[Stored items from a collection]
---+---
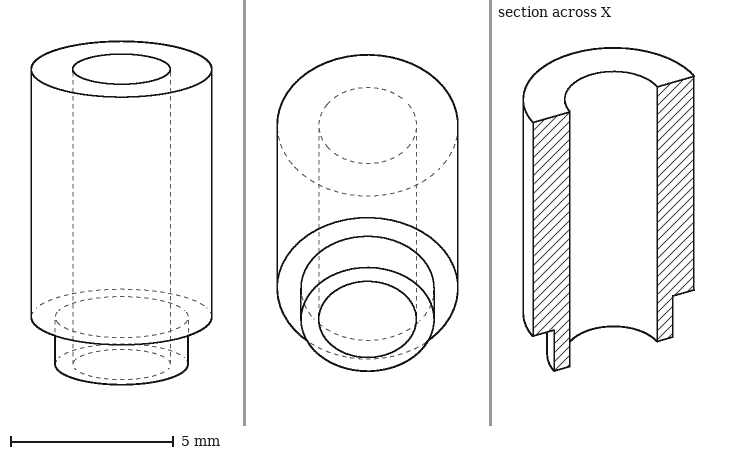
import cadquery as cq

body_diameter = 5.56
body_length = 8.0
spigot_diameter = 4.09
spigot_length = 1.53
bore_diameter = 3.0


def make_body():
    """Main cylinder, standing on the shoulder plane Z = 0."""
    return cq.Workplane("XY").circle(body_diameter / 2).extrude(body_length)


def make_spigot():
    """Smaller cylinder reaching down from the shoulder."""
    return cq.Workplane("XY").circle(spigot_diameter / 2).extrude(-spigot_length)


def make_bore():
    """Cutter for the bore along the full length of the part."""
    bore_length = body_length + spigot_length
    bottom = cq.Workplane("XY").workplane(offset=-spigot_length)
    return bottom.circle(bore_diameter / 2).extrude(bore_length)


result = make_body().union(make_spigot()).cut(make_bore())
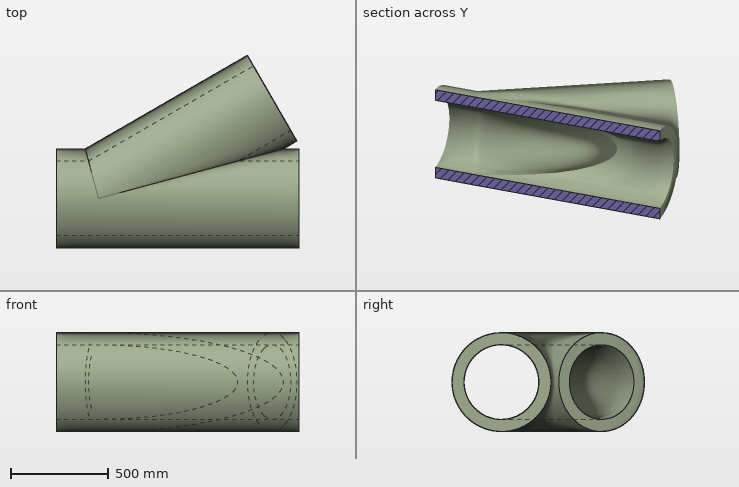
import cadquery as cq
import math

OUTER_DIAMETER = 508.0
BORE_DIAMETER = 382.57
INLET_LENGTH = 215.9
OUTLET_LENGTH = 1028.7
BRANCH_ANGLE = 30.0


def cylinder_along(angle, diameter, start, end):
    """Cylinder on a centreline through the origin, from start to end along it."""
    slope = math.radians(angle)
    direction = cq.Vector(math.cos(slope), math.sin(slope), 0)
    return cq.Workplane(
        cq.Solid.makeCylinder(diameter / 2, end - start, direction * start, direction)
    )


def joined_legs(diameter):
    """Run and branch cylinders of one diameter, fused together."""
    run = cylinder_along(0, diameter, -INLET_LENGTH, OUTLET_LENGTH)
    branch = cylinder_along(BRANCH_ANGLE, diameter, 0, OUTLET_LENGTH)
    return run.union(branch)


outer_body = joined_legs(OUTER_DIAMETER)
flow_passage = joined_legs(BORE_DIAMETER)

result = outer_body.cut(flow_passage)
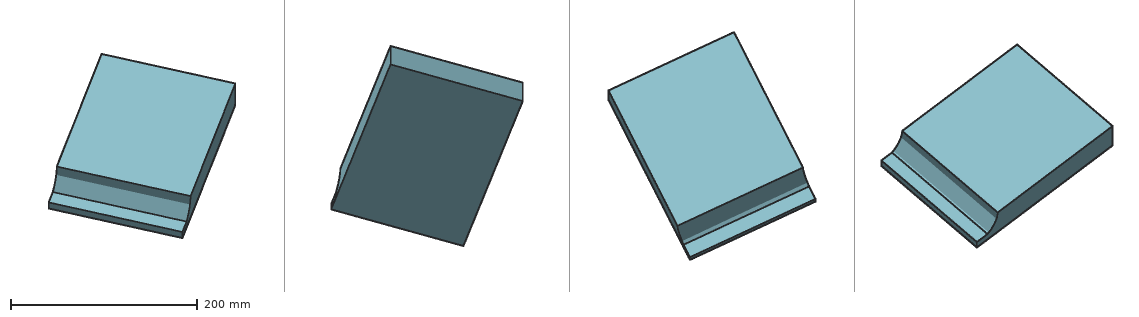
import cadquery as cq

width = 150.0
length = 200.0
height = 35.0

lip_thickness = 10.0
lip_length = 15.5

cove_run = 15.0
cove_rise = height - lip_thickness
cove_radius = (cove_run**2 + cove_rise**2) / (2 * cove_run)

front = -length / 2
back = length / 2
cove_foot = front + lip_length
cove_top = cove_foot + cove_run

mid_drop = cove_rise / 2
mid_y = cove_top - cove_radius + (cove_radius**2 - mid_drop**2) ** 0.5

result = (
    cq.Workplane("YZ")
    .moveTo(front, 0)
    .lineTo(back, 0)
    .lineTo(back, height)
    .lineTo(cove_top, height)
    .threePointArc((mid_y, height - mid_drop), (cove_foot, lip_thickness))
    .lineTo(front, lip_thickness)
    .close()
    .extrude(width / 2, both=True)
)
---+---
All records, pictures excluded: copy them exactly.

import cadquery as cq

body_diameter = 5.56
body_length = 8.0
spigot_diameter = 4.09
spigot_length = 1.53
bore_diameter = 3.0


def make_body():
    """Main cylinder, standing on the shoulder plane Z = 0."""
    return cq.Workplane("XY").circle(body_diameter / 2).extrude(body_length)


def make_spigot():
    """Smaller cylinder reaching down from the shoulder."""
    return cq.Workplane("XY").circle(spigot_diameter / 2).extrude(-spigot_length)


def make_bore():
    """Cutter for the bore along the full length of the part."""
    bore_length = body_length + spigot_length
    bottom = cq.Workplane("XY").workplane(offset=-spigot_length)
    return bottom.circle(bore_diameter / 2).extrude(bore_length)


result = make_body().union(make_spigot()).cut(make_bore())
import cadquery as cq
import math

OUTER_DIAMETER = 508.0
BORE_DIAMETER = 382.57
INLET_LENGTH = 215.9
OUTLET_LENGTH = 1028.7
BRANCH_ANGLE = 30.0


def cylinder_along(angle, diameter, start, end):
    """Cylinder on a centreline through the origin, from start to end along it."""
    slope = math.radians(angle)
    direction = cq.Vector(math.cos(slope), math.sin(slope), 0)
    return cq.Workplane(
        cq.Solid.makeCylinder(diameter / 2, end - start, direction * start, direction)
    )


def joined_legs(diameter):
    """Run and branch cylinders of one diameter, fused together."""
    run = cylinder_along(0, diameter, -INLET_LENGTH, OUTLET_LENGTH)
    branch = cylinder_along(BRANCH_ANGLE, diameter, 0, OUTLET_LENGTH)
    return run.union(branch)


outer_body = joined_legs(OUTER_DIAMETER)
flow_passage = joined_legs(BORE_DIAMETER)

result = outer_body.cut(flow_passage)
import cadquery as cq

width = 150.0
length = 200.0
height = 35.0

lip_thickness = 10.0
lip_length = 15.5

cove_run = 15.0
cove_rise = height - lip_thickness
cove_radius = (cove_run**2 + cove_rise**2) / (2 * cove_run)

front = -length / 2
back = length / 2
cove_foot = front + lip_length
cove_top = cove_foot + cove_run

mid_drop = cove_rise / 2
mid_y = cove_top - cove_radius + (cove_radius**2 - mid_drop**2) ** 0.5

result = (
    cq.Workplane("YZ")
    .moveTo(front, 0)
    .lineTo(back, 0)
    .lineTo(back, height)
    .lineTo(cove_top, height)
    .threePointArc((mid_y, height - mid_drop), (cove_foot, lip_thickness))
    .lineTo(front, lip_thickness)
    .close()
    .extrude(width / 2, both=True)
)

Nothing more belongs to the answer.